─── RECORDED INFORMATION

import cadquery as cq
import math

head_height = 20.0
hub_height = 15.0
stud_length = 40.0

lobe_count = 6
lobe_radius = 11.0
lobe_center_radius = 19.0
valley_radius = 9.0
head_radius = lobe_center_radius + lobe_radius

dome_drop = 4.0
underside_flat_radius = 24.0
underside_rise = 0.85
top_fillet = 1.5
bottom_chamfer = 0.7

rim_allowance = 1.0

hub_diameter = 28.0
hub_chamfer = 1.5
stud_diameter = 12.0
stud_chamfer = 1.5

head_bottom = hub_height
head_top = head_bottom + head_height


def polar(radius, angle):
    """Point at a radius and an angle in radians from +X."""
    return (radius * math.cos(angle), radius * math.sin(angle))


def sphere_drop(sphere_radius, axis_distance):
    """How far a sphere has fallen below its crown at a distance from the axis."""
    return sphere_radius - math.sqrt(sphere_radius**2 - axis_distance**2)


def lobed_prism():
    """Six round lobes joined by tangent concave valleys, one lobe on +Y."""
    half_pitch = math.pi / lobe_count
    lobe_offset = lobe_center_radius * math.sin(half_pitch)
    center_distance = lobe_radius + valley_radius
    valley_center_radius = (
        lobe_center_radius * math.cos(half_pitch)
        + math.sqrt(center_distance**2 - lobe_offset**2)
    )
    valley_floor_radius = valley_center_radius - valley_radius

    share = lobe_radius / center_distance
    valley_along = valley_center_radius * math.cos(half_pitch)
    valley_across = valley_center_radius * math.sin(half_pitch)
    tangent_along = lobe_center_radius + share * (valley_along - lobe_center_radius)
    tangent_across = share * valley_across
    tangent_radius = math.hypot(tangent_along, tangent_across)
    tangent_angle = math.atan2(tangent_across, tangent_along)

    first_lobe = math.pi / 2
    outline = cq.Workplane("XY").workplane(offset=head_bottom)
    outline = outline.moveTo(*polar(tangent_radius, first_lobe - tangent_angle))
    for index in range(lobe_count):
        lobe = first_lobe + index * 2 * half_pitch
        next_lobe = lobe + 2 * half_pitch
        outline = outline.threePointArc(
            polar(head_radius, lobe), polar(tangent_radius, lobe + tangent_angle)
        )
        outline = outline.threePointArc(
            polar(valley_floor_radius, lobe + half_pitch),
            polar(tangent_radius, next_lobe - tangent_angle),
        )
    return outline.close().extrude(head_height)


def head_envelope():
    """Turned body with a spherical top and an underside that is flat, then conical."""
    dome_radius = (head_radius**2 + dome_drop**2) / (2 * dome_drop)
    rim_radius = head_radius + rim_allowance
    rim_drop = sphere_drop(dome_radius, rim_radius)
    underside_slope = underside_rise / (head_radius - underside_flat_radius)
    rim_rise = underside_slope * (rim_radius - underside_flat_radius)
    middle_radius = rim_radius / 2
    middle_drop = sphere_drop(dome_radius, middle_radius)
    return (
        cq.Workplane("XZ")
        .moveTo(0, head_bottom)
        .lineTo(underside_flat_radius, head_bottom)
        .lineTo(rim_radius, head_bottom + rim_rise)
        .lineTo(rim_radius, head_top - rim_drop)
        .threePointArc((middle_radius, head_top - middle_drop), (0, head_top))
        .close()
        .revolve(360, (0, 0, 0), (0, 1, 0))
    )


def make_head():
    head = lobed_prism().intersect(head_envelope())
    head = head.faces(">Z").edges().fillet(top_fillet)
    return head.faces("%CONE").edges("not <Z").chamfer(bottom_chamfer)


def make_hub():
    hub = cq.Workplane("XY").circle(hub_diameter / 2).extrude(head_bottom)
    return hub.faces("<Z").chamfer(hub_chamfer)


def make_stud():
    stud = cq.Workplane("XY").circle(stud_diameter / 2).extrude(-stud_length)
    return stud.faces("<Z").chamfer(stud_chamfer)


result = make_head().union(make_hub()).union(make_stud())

──────

### WHAT YOU HAVE TO DO
Repeat, character for character, the lines of the material above from the line with "lobe_offset = lobe_center_radius" through the line with "tangent_across = share * valley_across".

### ANSWER AREA
    lobe_offset = lobe_center_radius * math.sin(half_pitch)
    center_distance = lobe_radius + valley_radius
    valley_center_radius = (
        lobe_center_radius * math.cos(half_pitch)
        + math.sqrt(center_distance**2 - lobe_offset**2)
    )
    valley_floor_radius = valley_center_radius - valley_radius

    share = lobe_radius / center_distance
    valley_along = valley_center_radius * math.cos(half_pitch)
    valley_across = valley_center_radius * math.sin(half_pitch)
    tangent_along = lobe_center_radius + share * (valley_along - lobe_center_radius)
    tangent_across = share * valley_across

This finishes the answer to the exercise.